┌────────

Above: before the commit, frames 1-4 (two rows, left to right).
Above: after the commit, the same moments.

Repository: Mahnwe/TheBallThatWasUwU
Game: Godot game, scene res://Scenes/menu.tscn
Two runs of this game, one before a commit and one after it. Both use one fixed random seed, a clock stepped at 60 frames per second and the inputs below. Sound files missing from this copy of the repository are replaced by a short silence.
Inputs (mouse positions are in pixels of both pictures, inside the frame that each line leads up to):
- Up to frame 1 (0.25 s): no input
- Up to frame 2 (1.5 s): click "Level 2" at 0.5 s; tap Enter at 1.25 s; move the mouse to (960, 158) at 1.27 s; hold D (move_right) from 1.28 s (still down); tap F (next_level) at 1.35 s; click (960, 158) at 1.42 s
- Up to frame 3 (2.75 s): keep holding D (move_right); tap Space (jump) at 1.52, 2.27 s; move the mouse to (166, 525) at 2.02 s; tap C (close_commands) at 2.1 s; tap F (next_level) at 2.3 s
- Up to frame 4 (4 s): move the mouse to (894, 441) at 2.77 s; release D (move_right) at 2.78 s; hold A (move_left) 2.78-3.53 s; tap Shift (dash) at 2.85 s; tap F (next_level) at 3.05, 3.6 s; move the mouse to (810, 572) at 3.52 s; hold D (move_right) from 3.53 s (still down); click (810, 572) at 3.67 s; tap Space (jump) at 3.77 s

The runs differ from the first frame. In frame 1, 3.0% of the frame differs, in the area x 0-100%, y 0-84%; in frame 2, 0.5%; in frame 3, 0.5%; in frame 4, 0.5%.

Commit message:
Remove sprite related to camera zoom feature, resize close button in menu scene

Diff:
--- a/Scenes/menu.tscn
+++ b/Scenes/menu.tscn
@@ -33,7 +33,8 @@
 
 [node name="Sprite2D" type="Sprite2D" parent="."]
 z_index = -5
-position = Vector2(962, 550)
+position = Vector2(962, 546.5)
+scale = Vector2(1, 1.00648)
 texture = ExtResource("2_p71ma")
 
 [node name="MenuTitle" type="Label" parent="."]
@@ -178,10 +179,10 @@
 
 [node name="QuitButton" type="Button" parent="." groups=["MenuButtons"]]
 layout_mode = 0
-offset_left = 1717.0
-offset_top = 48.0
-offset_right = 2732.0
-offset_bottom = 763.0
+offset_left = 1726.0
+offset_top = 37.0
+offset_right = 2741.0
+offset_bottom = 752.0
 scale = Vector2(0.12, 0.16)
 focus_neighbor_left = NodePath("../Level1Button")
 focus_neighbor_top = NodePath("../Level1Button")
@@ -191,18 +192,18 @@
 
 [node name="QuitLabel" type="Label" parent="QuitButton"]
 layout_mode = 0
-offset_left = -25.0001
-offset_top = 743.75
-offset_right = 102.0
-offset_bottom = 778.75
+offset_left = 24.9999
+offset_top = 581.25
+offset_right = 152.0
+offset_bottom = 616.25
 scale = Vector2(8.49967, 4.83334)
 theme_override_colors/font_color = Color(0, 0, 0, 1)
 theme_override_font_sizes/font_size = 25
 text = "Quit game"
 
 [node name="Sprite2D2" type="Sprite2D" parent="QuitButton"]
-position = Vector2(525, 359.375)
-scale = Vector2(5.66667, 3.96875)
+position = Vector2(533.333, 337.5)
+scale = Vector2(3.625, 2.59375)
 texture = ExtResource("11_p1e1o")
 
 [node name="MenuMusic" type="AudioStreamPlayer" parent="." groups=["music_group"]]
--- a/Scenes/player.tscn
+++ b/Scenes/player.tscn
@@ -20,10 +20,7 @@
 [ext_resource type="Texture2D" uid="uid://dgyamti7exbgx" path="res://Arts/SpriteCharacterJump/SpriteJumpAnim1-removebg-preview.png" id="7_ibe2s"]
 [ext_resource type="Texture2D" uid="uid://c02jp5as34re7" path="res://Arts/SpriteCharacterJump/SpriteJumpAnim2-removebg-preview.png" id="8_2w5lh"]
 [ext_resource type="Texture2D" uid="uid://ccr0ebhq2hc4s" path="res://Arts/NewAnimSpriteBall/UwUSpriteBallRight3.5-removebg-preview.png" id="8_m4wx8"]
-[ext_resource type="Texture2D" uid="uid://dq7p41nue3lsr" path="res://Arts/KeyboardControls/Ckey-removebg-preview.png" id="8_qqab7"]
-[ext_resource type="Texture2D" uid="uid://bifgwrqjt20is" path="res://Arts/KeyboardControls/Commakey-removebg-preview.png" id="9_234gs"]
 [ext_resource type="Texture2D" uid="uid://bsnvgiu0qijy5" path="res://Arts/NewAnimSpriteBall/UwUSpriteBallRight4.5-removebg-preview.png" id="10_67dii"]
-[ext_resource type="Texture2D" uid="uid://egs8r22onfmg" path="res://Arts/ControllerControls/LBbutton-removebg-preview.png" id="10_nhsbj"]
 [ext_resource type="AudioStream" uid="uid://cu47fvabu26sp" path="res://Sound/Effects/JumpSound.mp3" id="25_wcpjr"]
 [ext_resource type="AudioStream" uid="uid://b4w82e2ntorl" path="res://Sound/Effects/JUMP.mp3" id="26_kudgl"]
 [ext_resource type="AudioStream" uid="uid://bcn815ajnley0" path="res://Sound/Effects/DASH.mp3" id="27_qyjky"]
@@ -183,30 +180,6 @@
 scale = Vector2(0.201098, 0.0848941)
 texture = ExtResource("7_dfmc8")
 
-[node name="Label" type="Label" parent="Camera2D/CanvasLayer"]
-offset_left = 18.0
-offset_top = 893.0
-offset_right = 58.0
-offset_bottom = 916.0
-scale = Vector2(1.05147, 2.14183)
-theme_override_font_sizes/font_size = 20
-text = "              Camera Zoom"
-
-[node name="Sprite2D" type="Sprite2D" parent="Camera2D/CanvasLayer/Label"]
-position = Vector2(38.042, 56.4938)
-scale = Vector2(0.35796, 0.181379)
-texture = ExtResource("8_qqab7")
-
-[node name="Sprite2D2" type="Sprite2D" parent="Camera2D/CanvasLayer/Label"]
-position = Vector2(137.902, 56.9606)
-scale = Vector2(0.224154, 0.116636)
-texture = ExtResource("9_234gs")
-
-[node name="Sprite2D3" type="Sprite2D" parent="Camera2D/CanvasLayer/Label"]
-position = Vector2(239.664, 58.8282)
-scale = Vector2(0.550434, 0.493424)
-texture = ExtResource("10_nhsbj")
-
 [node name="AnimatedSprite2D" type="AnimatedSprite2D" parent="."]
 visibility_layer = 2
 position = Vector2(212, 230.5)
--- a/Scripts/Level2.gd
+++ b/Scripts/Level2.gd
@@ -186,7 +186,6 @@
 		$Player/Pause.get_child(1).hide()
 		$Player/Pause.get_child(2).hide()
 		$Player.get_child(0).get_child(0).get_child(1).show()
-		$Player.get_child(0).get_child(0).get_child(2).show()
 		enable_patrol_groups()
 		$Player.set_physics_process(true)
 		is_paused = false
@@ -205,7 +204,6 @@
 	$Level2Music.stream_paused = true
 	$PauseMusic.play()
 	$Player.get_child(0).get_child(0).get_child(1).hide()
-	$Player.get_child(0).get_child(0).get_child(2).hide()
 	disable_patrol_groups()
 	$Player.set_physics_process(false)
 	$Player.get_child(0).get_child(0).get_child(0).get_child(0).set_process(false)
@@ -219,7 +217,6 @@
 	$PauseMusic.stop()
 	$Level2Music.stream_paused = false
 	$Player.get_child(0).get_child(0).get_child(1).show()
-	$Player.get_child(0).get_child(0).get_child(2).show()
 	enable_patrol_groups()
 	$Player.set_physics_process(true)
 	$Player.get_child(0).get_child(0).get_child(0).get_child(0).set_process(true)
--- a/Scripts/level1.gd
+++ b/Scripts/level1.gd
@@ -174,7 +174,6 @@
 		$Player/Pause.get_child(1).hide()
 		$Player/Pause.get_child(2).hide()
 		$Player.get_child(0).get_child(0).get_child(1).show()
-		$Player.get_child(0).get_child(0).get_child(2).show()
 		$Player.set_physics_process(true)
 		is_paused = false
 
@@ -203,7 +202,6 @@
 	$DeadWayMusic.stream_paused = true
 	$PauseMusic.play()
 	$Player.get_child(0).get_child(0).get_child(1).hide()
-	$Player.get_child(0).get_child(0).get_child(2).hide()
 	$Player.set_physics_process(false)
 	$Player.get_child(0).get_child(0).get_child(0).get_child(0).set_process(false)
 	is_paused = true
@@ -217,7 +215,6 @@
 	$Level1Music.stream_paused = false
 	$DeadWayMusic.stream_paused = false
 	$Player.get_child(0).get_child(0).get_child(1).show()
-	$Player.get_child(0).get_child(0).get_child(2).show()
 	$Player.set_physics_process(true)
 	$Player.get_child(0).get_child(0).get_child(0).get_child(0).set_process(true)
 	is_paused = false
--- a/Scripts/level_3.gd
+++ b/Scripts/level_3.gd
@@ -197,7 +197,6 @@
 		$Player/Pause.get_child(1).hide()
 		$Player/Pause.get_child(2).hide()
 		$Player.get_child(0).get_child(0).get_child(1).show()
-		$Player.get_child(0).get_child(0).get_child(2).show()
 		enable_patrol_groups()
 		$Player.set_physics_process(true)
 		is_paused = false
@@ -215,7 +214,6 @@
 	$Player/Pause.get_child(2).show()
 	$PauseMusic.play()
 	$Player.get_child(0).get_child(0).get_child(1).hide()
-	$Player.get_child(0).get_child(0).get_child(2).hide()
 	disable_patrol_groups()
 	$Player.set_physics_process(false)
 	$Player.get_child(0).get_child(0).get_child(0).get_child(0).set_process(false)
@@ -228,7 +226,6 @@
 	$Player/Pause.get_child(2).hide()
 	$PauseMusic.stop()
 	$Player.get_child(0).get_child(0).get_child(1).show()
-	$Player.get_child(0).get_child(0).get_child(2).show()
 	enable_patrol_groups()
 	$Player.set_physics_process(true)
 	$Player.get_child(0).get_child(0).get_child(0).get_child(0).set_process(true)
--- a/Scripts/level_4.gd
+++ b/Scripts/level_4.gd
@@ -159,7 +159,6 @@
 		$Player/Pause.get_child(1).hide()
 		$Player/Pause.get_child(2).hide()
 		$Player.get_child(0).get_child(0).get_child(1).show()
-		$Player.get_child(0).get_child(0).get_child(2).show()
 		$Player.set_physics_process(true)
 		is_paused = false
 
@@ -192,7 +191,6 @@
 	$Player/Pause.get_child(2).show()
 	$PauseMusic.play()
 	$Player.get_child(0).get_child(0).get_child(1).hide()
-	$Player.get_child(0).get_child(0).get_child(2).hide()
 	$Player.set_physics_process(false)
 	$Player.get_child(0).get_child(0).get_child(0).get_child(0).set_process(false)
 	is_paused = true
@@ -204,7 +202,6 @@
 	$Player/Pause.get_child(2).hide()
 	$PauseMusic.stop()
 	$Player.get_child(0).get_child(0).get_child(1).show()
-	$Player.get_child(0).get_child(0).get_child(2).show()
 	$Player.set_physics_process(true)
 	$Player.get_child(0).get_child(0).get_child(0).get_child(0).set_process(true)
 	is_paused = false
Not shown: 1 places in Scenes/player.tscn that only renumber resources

└────────

Your answer should be the lines above, from the line containing "Above: after the commit, the same moments." up to and including the line containing "Game: Godot game, scene", reproduced exactly and with nothing else.

Above: after the commit, the same moments.

Repository: Mahnwe/TheBallThatWasUwU
Game: Godot game, scene res://Scenes/menu.tscn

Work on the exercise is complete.